In the early days, Roe showed real promise of heralding a new era of reproductive justice. The focus by courts and advocates was on women's medical needs, of which abortion was one aspect. But conservative lawmakers' strategy of blocking as many women as possible from access to abortion inevitably resulted in obstacles to their access to other reproductive services as well. They went after the most vulnerable women first. The late Illinois Rep. Henry Hyde, author of the 1976 Hyde Amendment that blocks Medicaid from funding abortion care, justified it as politically expedient, saying: "I certainly would like to prevent, if I could legally, anybody having an abortion--a rich woman, a middle-class woman, or a poor woman. Unfortunately, the only vehicle available is the ... Medicaid bill."
Following the Hyde Amendment, young women's access to care has been restricted via parental consent and notification laws. Women in rural communities, who must travel great distances to obtain services, are targeted through waiting periods. Family planning clinics have been defunded. The list of hurdles goes on and on, and they spiked dramatically in the wake of the 2010 elections, when Tea Party extremists flooded into Congress and state legislatures. In 2011, states passed 92 anti-abortion measures, shattering the previous record of 34, set in 2005.

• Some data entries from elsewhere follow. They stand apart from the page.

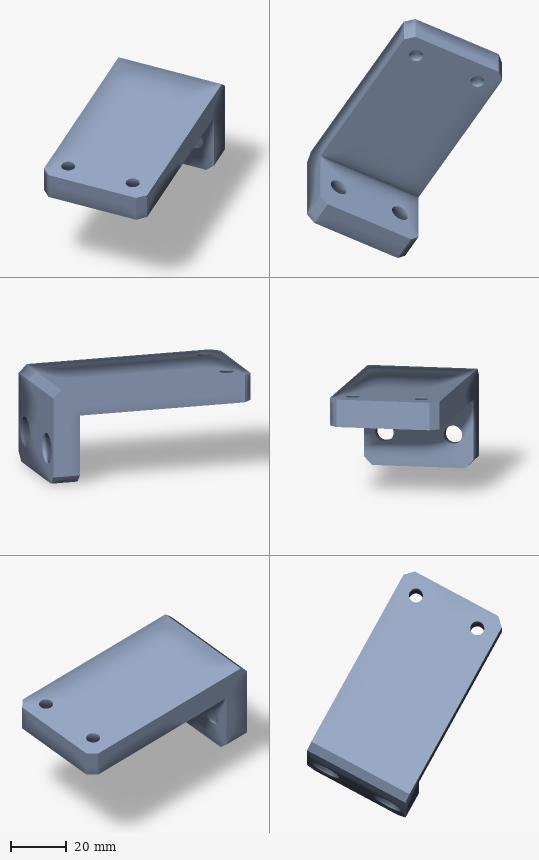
import cadquery as cq

width = 40.0
length = 75.0
height = 35.0
thickness = 10.0
chamfer = 3.0

hole_spacing = 25.0
plate_hole_diameter = 5.0
plate_hole_from_end = 7.5
flange_hole_diameter = 6.6
flange_hole_from_bottom = 12.0
counterbore_diameter = 11.0
counterbore_depth = 6.5
hole_positions = [(-hole_spacing / 2, 0), (hole_spacing / 2, 0)]


def make_plate():
    """Horizontal plate with its free end at -Y."""
    plate = cq.Workplane("XY").box(width, length, thickness, centered=(True, False, False))
    plate = plate.translate((0, 0, height - thickness))
    return plate.edges("|Z and <Y").chamfer(chamfer)


def make_flange():
    """Vertical flange hanging at the +Y end."""
    flange = cq.Workplane("XY").box(width, thickness, height, centered=(True, False, False))
    flange = flange.translate((0, length - thickness, 0))
    return flange.edges("|Y and <Z").chamfer(chamfer)


def make_plate_holes():
    """Plain vertical through holes near the free end."""
    holes = cq.Workplane("XY", origin=(0, plate_hole_from_end, 0)).pushPoints(hole_positions)
    return holes.circle(plate_hole_diameter / 2).extrude(height)


def make_flange_holes():
    """Through holes counterbored from the outer (+Y) face."""
    centers = cq.Workplane("XZ", origin=(0, length, flange_hole_from_bottom)).pushPoints(hole_positions)
    holes = centers.circle(flange_hole_diameter / 2).extrude(thickness)
    counterbores = centers.circle(counterbore_diameter / 2).extrude(counterbore_depth)
    return holes.union(counterbores)


bracket = make_plate().union(make_flange())
bracket = bracket.edges(">Y and >Z").chamfer(chamfer)
result = bracket.cut(make_plate_holes()).cut(make_flange_holes())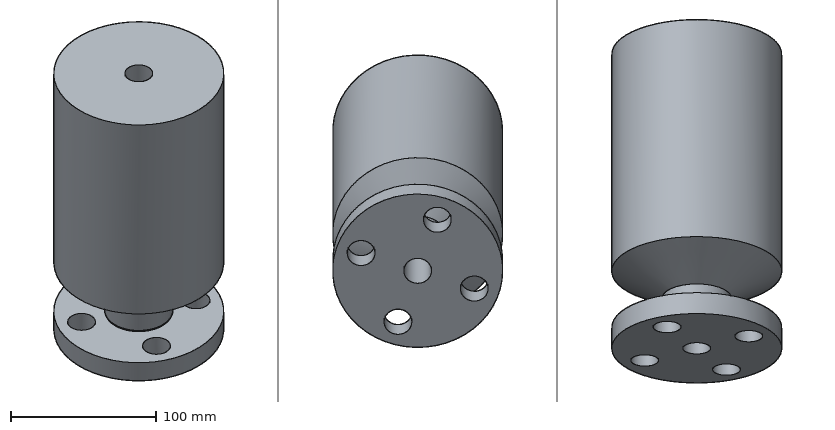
import cadquery as cq
import math

total_height = 222.2
body_diameter = 117.3
flange_thickness = 15.8
neck_diameter = 47.5
neck_top = 38.0
foot_inset = 0.5
foot_height = 0.7
foot_bevel_height = 0.7
cone_angle = 30.0
hole_diameter = 19.1
bolt_circle_radius = 41.3
bolt_count = 4

body_radius = body_diameter / 2
neck_radius = neck_diameter / 2
foot_radius = neck_radius - foot_inset
foot_top = flange_thickness + foot_height
cone_height = (body_radius - neck_radius) * math.tan(math.radians(cone_angle))
cone_top = neck_top + cone_height


def turned_body():
    """Flange, neck, cone and main cylinder revolved about the Z axis."""
    profile = (
        cq.Workplane("XZ")
        .lineTo(body_radius, 0)
        .lineTo(body_radius, flange_thickness)
        .lineTo(foot_radius, flange_thickness)
        .lineTo(foot_radius, foot_top)
        .lineTo(neck_radius, foot_top + foot_bevel_height)
        .lineTo(neck_radius, neck_top)
        .lineTo(body_radius, cone_top)
        .lineTo(body_radius, total_height)
        .lineTo(0, total_height)
        .close()
    )
    return profile.revolve(360, (0, 0, 0), (0, 1, 0))


def central_bore():
    """Cylinder that runs the full height of the part."""
    return cq.Workplane("XY").circle(hole_diameter / 2).extrude(total_height)


def bolt_holes():
    """Cylinders through the flange, on the X and Y axes."""
    return (
        cq.Workplane("XY")
        .polarArray(bolt_circle_radius, 0, 360, bolt_count)
        .circle(hole_diameter / 2)
        .extrude(flange_thickness)
    )


result = turned_body().cut(central_bore()).cut(bolt_holes())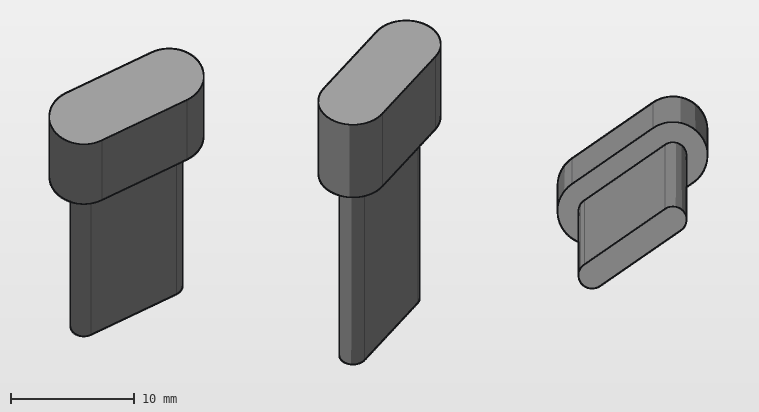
import cadquery as cq

total_height = 28.0
head_height = 8.0
head_thickness = 5.6
blade_thickness = 2.2
end_center_spacing = 8.0

blade_height = total_height - head_height


def rounded_bar(thickness, bottom, height):
    """Vertical bar with a slot-shaped section, long along Y."""
    section_length = end_center_spacing + thickness
    return (
        cq.Workplane("XY")
        .workplane(offset=bottom)
        .slot2D(section_length, thickness, 90)
        .extrude(height)
    )


blade = rounded_bar(blade_thickness, 0, blade_height)
head = rounded_bar(head_thickness, blade_height, head_height)

result = blade.union(head)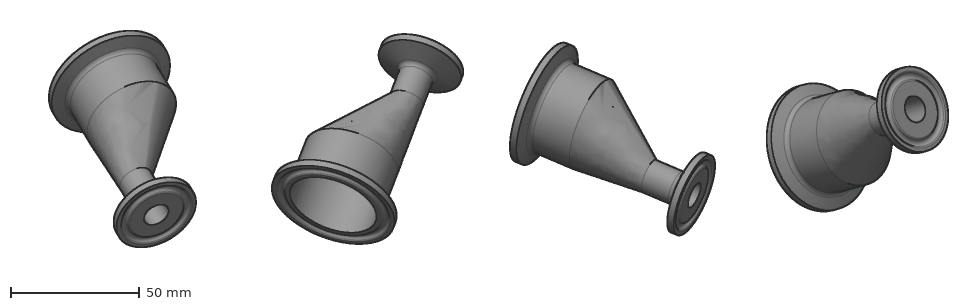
import cadquery as cq
import math

length = 75.0
large_flange_diameter = 50.5
large_tube_diameter = 38.1
large_bore_diameter = 35.7
small_flange_diameter = 34.0
small_tube_diameter = 13.8
small_bore_diameter = 10.5

small_axis_y = -(large_tube_diameter - small_tube_diameter) / 2
taper_start = 23.0
taper_end = 55.0

rim_thickness = 2.9
back_angle = math.radians(20)
neck_fillet = 2.1
groove_inset = 3.64
groove_half_width = 2.0
groove_depth = 1.5
groove_lip_radius = 0.7


def ferrule(flange_diameter, tube_diameter, tube_end):
    """Solid flange and tube from X = 0, with a sloped back and a fillet at the neck."""
    rim = flange_diameter / 2
    tube = tube_diameter / 2
    slope_end = tube + neck_fillet * (1 - math.sin(back_angle))
    slope_end_x = rim_thickness + (rim - slope_end) * math.tan(back_angle)
    fillet_center_x = slope_end_x + neck_fillet * math.cos(back_angle)
    middle_angle = (back_angle + math.pi / 2) / 2
    fillet_middle = (
        fillet_center_x - neck_fillet * math.cos(middle_angle),
        tube + neck_fillet * (1 - math.sin(middle_angle)),
    )
    profile = (
        cq.Workplane("XY")
        .lineTo(0, rim)
        .lineTo(rim_thickness, rim)
        .lineTo(slope_end_x, slope_end)
        .threePointArc(fillet_middle, (fillet_center_x, tube))
        .lineTo(tube_end, tube)
        .lineTo(tube_end, 0)
        .close()
    )
    body = profile.revolve(360, (0, 0, 0), (1, 0, 0))
    return body.cut(gasket_groove(rim - groove_inset))


def gasket_groove(middle):
    """Ring cutter: a round groove floor blended into the face by rounded lips."""
    center_distance = (groove_half_width**2 + groove_depth**2) / (2 * groove_depth)
    floor_radius = center_distance - groove_lip_radius
    floor_center_x = groove_depth - floor_radius
    lip_angle = math.asin(groove_half_width / center_distance)
    blend_x = floor_center_x + floor_radius * math.cos(lip_angle)
    blend_offset = floor_radius * math.sin(lip_angle)
    lip_middle_x = groove_lip_radius * (1 - math.cos(lip_angle / 2))
    lip_middle_offset = groove_half_width - groove_lip_radius * math.sin(lip_angle / 2)
    profile = (
        cq.Workplane("XY")
        .moveTo(0, middle - groove_half_width)
        .threePointArc((lip_middle_x, middle - lip_middle_offset), (blend_x, middle - blend_offset))
        .threePointArc((groove_depth, middle), (blend_x, middle + blend_offset))
        .threePointArc((lip_middle_x, middle + lip_middle_offset), (0, middle + groove_half_width))
        .close()
    )
    return profile.revolve(360, (0, 0, 0), (1, 0, 0))


def taper(large_diameter, small_diameter):
    """Straight-sided eccentric cone between the two tubes."""
    return (
        cq.Workplane("YZ", origin=(taper_start, 0, 0))
        .circle(large_diameter / 2)
        .workplane(offset=taper_end - taper_start)
        .center(small_axis_y, 0)
        .circle(small_diameter / 2)
        .loft(ruled=True)
    )


def cylinder(diameter, start, end, axis_y):
    return cq.Workplane("YZ", origin=(start, axis_y, 0)).circle(diameter / 2).extrude(end - start)


large_end = ferrule(large_flange_diameter, large_tube_diameter, taper_start)
small_end = (
    ferrule(small_flange_diameter, small_tube_diameter, length - taper_end)
    .mirror("YZ")
    .translate((length, small_axis_y, 0))
)
outside = large_end.union(taper(large_tube_diameter, small_tube_diameter)).union(small_end)

passage = (
    cylinder(large_bore_diameter, 0, taper_start, 0)
    .union(taper(large_bore_diameter, small_bore_diameter))
    .union(cylinder(small_bore_diameter, taper_end, length, small_axis_y))
)

result = outside.cut(passage)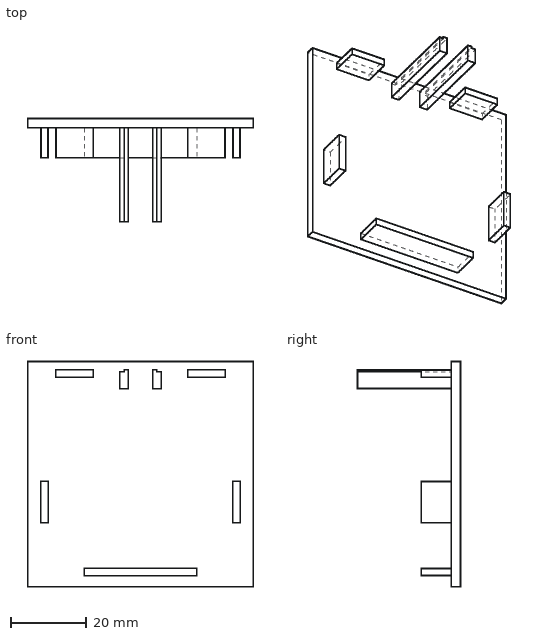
import cadquery as cq

plate_side = 60.0
plate_thickness = 2.5
half_side = plate_side / 2

tab_length = 8.0
tab_thickness = 2.0
top_tab_width = 10.0
top_tab_offset = 17.5
side_tab_height = 11.0
side_tab_center_z = -7.45
side_tab_gap = 3.5
bottom_tab_width = 30.0
bottom_tab_gap = 3.0

total_depth = 27.5
rail_length = total_depth - plate_thickness
rail_inner_x = 3.25
rail_width = 2.3
rail_height = 5.0
step_width = rail_width / 2
step_depth = 0.5
top_gap = 2.3


def make_tab(width, height, center_x, center_z):
    """Rectangular tab projecting forward from the plate."""
    return (
        cq.Workplane("XZ")
        .center(center_x, center_z)
        .rect(width, height)
        .extrude(tab_length)
    )


def make_rail(side):
    """Rail with a stepped outer top corner; side is -1 (left) or 1 (right)."""
    top = half_side - top_gap
    bottom = top - rail_height
    inner = side * rail_inner_x
    outer = side * (rail_inner_x + rail_width)
    step = outer - side * step_width
    return (
        cq.Workplane("XZ")
        .moveTo(inner, bottom)
        .lineTo(inner, top)
        .lineTo(step, top)
        .lineTo(step, top - step_depth)
        .lineTo(outer, top - step_depth)
        .lineTo(outer, bottom)
        .close()
        .extrude(rail_length)
    )


result = cq.Workplane("XZ").rect(plate_side, plate_side).extrude(-plate_thickness)

top_tab_z = half_side - top_gap - tab_thickness / 2
side_tab_x = half_side - side_tab_gap - tab_thickness / 2
bottom_tab_z = -half_side + bottom_tab_gap + tab_thickness / 2

for side in (-1, 1):
    result = result.union(make_tab(top_tab_width, tab_thickness, side * top_tab_offset, top_tab_z))
    result = result.union(make_tab(tab_thickness, side_tab_height, side * side_tab_x, side_tab_center_z))
    result = result.union(make_rail(side))

result = result.union(make_tab(bottom_tab_width, tab_thickness, 0, bottom_tab_z))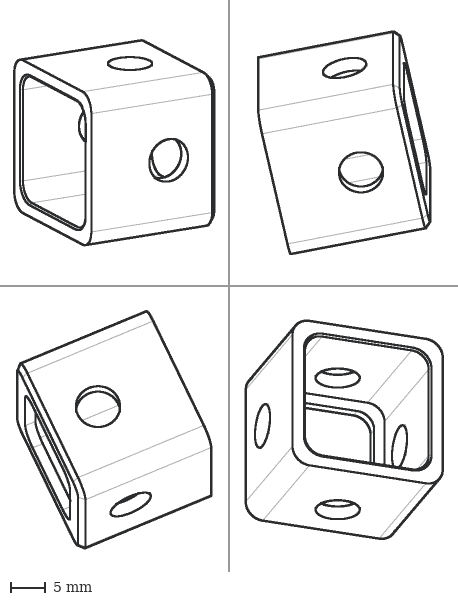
import cadquery as cq

outer_width = 22.99
length = 20.6375
outer_corner_radius = 2.6
end_chamfer = 0.8

bore_width = 18.9
bore_corner_radius = 2.6
mouth_chamfer = 0.32

end_wall = 1.6
window_width = 15.75
window_corner_radius = 2.6

cross_hole_diameter = 6.35
cross_hole_from_end = 7.9375


def rounded_square_bar(width, corner_radius, y_start, y_end):
    """Square bar along Y, centred on the Y axis, with rounded long edges."""
    bar = cq.Workplane("XY").box(width, y_end - y_start, width)
    bar = bar.edges("|Y").fillet(corner_radius)
    return bar.translate((0, (y_start + y_end) / 2, 0))


def make_body():
    body = rounded_square_bar(outer_width, outer_corner_radius, 0, length)
    return body.faces(">Y").chamfer(end_chamfer)


def make_bore():
    """Blind bore from the mouth, flared at the mouth by a small chamfer."""
    bore = rounded_square_bar(bore_width, bore_corner_radius, 0, length - end_wall)
    flare = rounded_square_bar(
        bore_width + 2 * mouth_chamfer,
        bore_corner_radius + mouth_chamfer,
        -mouth_chamfer,
        mouth_chamfer,
    )
    flare = flare.faces(">Y").chamfer(mouth_chamfer)
    return bore.union(flare)


def make_window():
    return rounded_square_bar(window_width, window_corner_radius, 0, length)


def make_cross_hole(plane):
    """Round hole through two opposite walls, drilled along the plane's normal."""
    hole = cq.Workplane(plane).circle(cross_hole_diameter / 2).extrude(outer_width, both=True)
    return hole.translate((0, length - cross_hole_from_end, 0))


result = make_body().cut(make_bore()).cut(make_window())
for hole_plane in ("XY", "YZ"):
    result = result.cut(make_cross_hole(hole_plane))

But the heartening results from last November indicate our way forward. Our nation re-elected a president who not only supports abortion rights but proudly ran on that issue. The 113th Congress has more prochoice representatives and senators than its predecessor. Exit polls indicate that by significant margins, voters--including those who consider themselves prolife--want abortion care to remain safe and legal, along the lines originally established in Roe v. Wade. And it is beyond dispute that people overwhelmingly support access to contraception.
Conservatives have already signaled that they'll try to distract voters from issues like abortion and birth control. Virginia Gov. Bob McDonnell waited until the Friday between Christmas and New Year's to sign a law imposing impossible and unnecessary regulations on abortion clinics, thus forcing their closure. Louisiana Gov. Bobby Jindal told the Republican Governors Association that conservatives shouldn't change their hardline agenda, just the way they talk about it. The last thing they want in 2014 is for voters to become knowledgeable about their social agenda and energized to defeat them.
That's where organizations dedicated to women's rights and justice come in. We need to ensure voters are educated and mobilized about women's access to reproductive healthcare. That is how we will elect legislators who stand with the people, where the people already are--squarely in support of real, lasting equality and justice for women.
Thanks to Roe, many of those lawmakers will themselves be women.